— The data —
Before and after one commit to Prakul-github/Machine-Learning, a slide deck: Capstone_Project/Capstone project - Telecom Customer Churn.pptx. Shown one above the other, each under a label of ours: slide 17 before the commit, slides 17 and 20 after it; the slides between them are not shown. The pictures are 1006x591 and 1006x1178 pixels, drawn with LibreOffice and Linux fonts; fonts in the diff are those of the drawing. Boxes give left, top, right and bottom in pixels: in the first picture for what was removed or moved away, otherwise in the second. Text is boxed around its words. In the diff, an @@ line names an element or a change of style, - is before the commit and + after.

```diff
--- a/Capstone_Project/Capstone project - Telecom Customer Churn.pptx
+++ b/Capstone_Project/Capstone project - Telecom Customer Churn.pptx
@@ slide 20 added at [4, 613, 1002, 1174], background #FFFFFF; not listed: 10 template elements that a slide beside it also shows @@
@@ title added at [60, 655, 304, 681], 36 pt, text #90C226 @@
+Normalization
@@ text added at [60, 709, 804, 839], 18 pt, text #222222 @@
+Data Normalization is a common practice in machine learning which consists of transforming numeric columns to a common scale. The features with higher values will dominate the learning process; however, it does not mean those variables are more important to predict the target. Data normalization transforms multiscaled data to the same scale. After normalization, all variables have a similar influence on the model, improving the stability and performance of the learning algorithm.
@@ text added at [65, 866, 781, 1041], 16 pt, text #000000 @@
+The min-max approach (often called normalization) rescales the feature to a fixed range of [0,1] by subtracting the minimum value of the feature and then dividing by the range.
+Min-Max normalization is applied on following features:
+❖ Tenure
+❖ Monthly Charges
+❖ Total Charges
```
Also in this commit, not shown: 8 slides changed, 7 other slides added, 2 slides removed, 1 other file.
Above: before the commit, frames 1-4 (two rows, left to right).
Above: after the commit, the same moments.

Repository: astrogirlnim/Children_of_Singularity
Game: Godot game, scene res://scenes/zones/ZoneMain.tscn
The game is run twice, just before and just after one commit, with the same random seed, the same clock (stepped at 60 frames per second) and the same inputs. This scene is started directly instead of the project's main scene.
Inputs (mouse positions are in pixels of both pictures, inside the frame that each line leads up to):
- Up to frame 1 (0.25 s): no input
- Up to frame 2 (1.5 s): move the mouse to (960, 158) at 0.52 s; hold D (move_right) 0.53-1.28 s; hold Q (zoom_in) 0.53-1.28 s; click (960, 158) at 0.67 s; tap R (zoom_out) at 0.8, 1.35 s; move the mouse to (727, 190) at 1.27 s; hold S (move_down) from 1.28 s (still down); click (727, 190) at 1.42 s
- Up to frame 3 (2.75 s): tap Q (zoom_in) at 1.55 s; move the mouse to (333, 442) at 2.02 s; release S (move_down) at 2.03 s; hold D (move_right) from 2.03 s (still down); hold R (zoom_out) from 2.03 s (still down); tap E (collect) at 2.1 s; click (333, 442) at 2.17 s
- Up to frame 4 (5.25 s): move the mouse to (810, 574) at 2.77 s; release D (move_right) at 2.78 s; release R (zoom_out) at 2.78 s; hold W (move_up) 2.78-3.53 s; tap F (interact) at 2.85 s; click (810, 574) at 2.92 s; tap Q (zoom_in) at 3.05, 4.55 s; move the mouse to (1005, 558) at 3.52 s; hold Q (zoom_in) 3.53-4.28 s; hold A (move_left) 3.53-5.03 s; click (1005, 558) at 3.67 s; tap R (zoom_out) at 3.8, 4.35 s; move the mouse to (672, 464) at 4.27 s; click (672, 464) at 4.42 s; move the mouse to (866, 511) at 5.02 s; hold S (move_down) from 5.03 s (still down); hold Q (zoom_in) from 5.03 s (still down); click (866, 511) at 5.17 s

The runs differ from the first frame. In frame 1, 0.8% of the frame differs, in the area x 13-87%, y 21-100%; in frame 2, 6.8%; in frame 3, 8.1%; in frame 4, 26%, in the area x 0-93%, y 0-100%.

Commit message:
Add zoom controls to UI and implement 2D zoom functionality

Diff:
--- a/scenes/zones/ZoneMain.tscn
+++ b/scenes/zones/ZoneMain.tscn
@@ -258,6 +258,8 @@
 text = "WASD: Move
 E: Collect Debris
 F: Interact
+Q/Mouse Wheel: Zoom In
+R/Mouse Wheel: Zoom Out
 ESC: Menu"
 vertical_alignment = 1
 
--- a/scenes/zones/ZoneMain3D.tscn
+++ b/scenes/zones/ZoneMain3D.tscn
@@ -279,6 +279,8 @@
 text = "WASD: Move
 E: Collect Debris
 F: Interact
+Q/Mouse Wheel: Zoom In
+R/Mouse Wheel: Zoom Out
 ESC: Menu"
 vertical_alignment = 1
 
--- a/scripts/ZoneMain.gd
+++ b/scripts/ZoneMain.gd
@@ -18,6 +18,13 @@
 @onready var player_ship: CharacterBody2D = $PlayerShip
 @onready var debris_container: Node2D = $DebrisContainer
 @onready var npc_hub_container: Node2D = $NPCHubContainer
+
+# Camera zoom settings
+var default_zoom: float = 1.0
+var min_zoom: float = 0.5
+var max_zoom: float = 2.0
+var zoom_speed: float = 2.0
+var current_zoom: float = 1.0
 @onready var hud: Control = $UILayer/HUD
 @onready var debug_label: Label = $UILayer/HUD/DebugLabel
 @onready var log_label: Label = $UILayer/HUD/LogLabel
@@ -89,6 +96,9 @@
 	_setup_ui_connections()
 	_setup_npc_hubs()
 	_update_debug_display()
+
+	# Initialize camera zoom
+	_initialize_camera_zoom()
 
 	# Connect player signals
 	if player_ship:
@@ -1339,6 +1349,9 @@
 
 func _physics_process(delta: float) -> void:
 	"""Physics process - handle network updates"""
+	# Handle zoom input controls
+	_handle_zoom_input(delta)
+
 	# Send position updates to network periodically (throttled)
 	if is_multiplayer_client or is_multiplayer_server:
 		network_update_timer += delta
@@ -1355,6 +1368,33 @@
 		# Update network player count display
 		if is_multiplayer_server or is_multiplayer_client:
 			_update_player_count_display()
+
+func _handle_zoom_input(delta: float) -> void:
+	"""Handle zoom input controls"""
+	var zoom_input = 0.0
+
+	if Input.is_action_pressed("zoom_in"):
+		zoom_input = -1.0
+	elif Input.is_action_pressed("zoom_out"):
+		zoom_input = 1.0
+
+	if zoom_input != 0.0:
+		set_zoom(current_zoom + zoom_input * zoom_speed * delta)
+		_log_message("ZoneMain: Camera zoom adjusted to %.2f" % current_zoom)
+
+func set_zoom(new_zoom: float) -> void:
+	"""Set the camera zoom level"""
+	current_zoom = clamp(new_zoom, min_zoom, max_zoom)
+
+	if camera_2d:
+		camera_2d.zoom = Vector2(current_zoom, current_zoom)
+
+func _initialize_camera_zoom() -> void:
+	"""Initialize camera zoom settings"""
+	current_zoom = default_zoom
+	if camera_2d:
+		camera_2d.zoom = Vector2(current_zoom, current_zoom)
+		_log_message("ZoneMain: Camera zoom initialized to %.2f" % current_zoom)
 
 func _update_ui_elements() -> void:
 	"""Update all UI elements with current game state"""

— Task item —
Retype the records in full, keeping every word as it is.

— Answer to this exercise —
Before and after one commit to Prakul-github/Machine-Learning, a slide deck: Capstone_Project/Capstone project - Telecom Customer Churn.pptx. Shown one above the other, each under a label of ours: slide 17 before the commit, slides 17 and 20 after it; the slides between them are not shown. The pictures are 1006x591 and 1006x1178 pixels, drawn with LibreOffice and Linux fonts; fonts in the diff are those of the drawing. Boxes give left, top, right and bottom in pixels: in the first picture for what was removed or moved away, otherwise in the second. Text is boxed around its words. In the diff, an @@ line names an element or a change of style, - is before the commit and + after.

```diff
--- a/Capstone_Project/Capstone project - Telecom Customer Churn.pptx
+++ b/Capstone_Project/Capstone project - Telecom Customer Churn.pptx
@@ slide 20 added at [4, 613, 1002, 1174], background #FFFFFF; not listed: 10 template elements that a slide beside it also shows @@
@@ title added at [60, 655, 304, 681], 36 pt, text #90C226 @@
+Normalization
@@ text added at [60, 709, 804, 839], 18 pt, text #222222 @@
+Data Normalization is a common practice in machine learning which consists of transforming numeric columns to a common scale. The features with higher values will dominate the learning process; however, it does not mean those variables are more important to predict the target. Data normalization transforms multiscaled data to the same scale. After normalization, all variables have a similar influence on the model, improving the stability and performance of the learning algorithm.
@@ text added at [65, 866, 781, 1041], 16 pt, text #000000 @@
+The min-max approach (often called normalization) rescales the feature to a fixed range of [0,1] by subtracting the minimum value of the feature and then dividing by the range.
+Min-Max normalization is applied on following features:
+❖ Tenure
+❖ Monthly Charges
+❖ Total Charges
```
Also in this commit, not shown: 8 slides changed, 7 other slides added, 2 slides removed, 1 other file.
Above: before the commit, frames 1-4 (two rows, left to right).
Above: after the commit, the same moments.

Repository: astrogirlnim/Children_of_Singularity
Game: Godot game, scene res://scenes/zones/ZoneMain.tscn
The game is run twice, just before and just after one commit, with the same random seed, the same clock (stepped at 60 frames per second) and the same inputs. This scene is started directly instead of the project's main scene.
Inputs (mouse positions are in pixels of both pictures, inside the frame that each line leads up to):
- Up to frame 1 (0.25 s): no input
- Up to frame 2 (1.5 s): move the mouse to (960, 158) at 0.52 s; hold D (move_right) 0.53-1.28 s; hold Q (zoom_in) 0.53-1.28 s; click (960, 158) at 0.67 s; tap R (zoom_out) at 0.8, 1.35 s; move the mouse to (727, 190) at 1.27 s; hold S (move_down) from 1.28 s (still down); click (727, 190) at 1.42 s
- Up to frame 3 (2.75 s): tap Q (zoom_in) at 1.55 s; move the mouse to (333, 442) at 2.02 s; release S (move_down) at 2.03 s; hold D (move_right) from 2.03 s (still down); hold R (zoom_out) from 2.03 s (still down); tap E (collect) at 2.1 s; click (333, 442) at 2.17 s
- Up to frame 4 (5.25 s): move the mouse to (810, 574) at 2.77 s; release D (move_right) at 2.78 s; release R (zoom_out) at 2.78 s; hold W (move_up) 2.78-3.53 s; tap F (interact) at 2.85 s; click (810, 574) at 2.92 s; tap Q (zoom_in) at 3.05, 4.55 s; move the mouse to (1005, 558) at 3.52 s; hold Q (zoom_in) 3.53-4.28 s; hold A (move_left) 3.53-5.03 s; click (1005, 558) at 3.67 s; tap R (zoom_out) at 3.8, 4.35 s; move the mouse to (672, 464) at 4.27 s; click (672, 464) at 4.42 s; move the mouse to (866, 511) at 5.02 s; hold S (move_down) from 5.03 s (still down); hold Q (zoom_in) from 5.03 s (still down); click (866, 511) at 5.17 s

The runs differ from the first frame. In frame 1, 0.8% of the frame differs, in the area x 13-87%, y 21-100%; in frame 2, 6.8%; in frame 3, 8.1%; in frame 4, 26%, in the area x 0-93%, y 0-100%.

Commit message:
Add zoom controls to UI and implement 2D zoom functionality

Diff:
--- a/scenes/zones/ZoneMain.tscn
+++ b/scenes/zones/ZoneMain.tscn
@@ -258,6 +258,8 @@
 text = "WASD: Move
 E: Collect Debris
 F: Interact
+Q/Mouse Wheel: Zoom In
+R/Mouse Wheel: Zoom Out
 ESC: Menu"
 vertical_alignment = 1
 
--- a/scenes/zones/ZoneMain3D.tscn
+++ b/scenes/zones/ZoneMain3D.tscn
@@ -279,6 +279,8 @@
 text = "WASD: Move
 E: Collect Debris
 F: Interact
+Q/Mouse Wheel: Zoom In
+R/Mouse Wheel: Zoom Out
 ESC: Menu"
 vertical_alignment = 1
 
--- a/scripts/ZoneMain.gd
+++ b/scripts/ZoneMain.gd
@@ -18,6 +18,13 @@
 @onready var player_ship: CharacterBody2D = $PlayerShip
 @onready var debris_container: Node2D = $DebrisContainer
 @onready var npc_hub_container: Node2D = $NPCHubContainer
+
+# Camera zoom settings
+var default_zoom: float = 1.0
+var min_zoom: float = 0.5
+var max_zoom: float = 2.0
+var zoom_speed: float = 2.0
+var current_zoom: float = 1.0
 @onready var hud: Control = $UILayer/HUD
 @onready var debug_label: Label = $UILayer/HUD/DebugLabel
 @onready var log_label: Label = $UILayer/HUD/LogLabel
@@ -89,6 +96,9 @@
 	_setup_ui_connections()
 	_setup_npc_hubs()
 	_update_debug_display()
+
+	# Initialize camera zoom
+	_initialize_camera_zoom()
 
 	# Connect player signals
 	if player_ship:
@@ -1339,6 +1349,9 @@
 
 func _physics_process(delta: float) -> void:
 	"""Physics process - handle network updates"""
+	# Handle zoom input controls
+	_handle_zoom_input(delta)
+
 	# Send position updates to network periodically (throttled)
 	if is_multiplayer_client or is_multiplayer_server:
 		network_update_timer += delta
@@ -1355,6 +1368,33 @@
 		# Update network player count display
 		if is_multiplayer_server or is_multiplayer_client:
 			_update_player_count_display()
+
+func _handle_zoom_input(delta: float) -> void:
+	"""Handle zoom input controls"""
+	var zoom_input = 0.0
+
+	if Input.is_action_pressed("zoom_in"):
+		zoom_input = -1.0
+	elif Input.is_action_pressed("zoom_out"):
+		zoom_input = 1.0
+
+	if zoom_input != 0.0:
+		set_zoom(current_zoom + zoom_input * zoom_speed * delta)
+		_log_message("ZoneMain: Camera zoom adjusted to %.2f" % current_zoom)
+
+func set_zoom(new_zoom: float) -> void:
+	"""Set the camera zoom level"""
+	current_zoom = clamp(new_zoom, min_zoom, max_zoom)
+
+	if camera_2d:
+		camera_2d.zoom = Vector2(current_zoom, current_zoom)
+
+func _initialize_camera_zoom() -> void:
+	"""Initialize camera zoom settings"""
+	current_zoom = default_zoom
+	if camera_2d:
+		camera_2d.zoom = Vector2(current_zoom, current_zoom)
+		_log_message("ZoneMain: Camera zoom initialized to %.2f" % current_zoom)
 
 func _update_ui_elements() -> void:
 	"""Update all UI elements with current game state"""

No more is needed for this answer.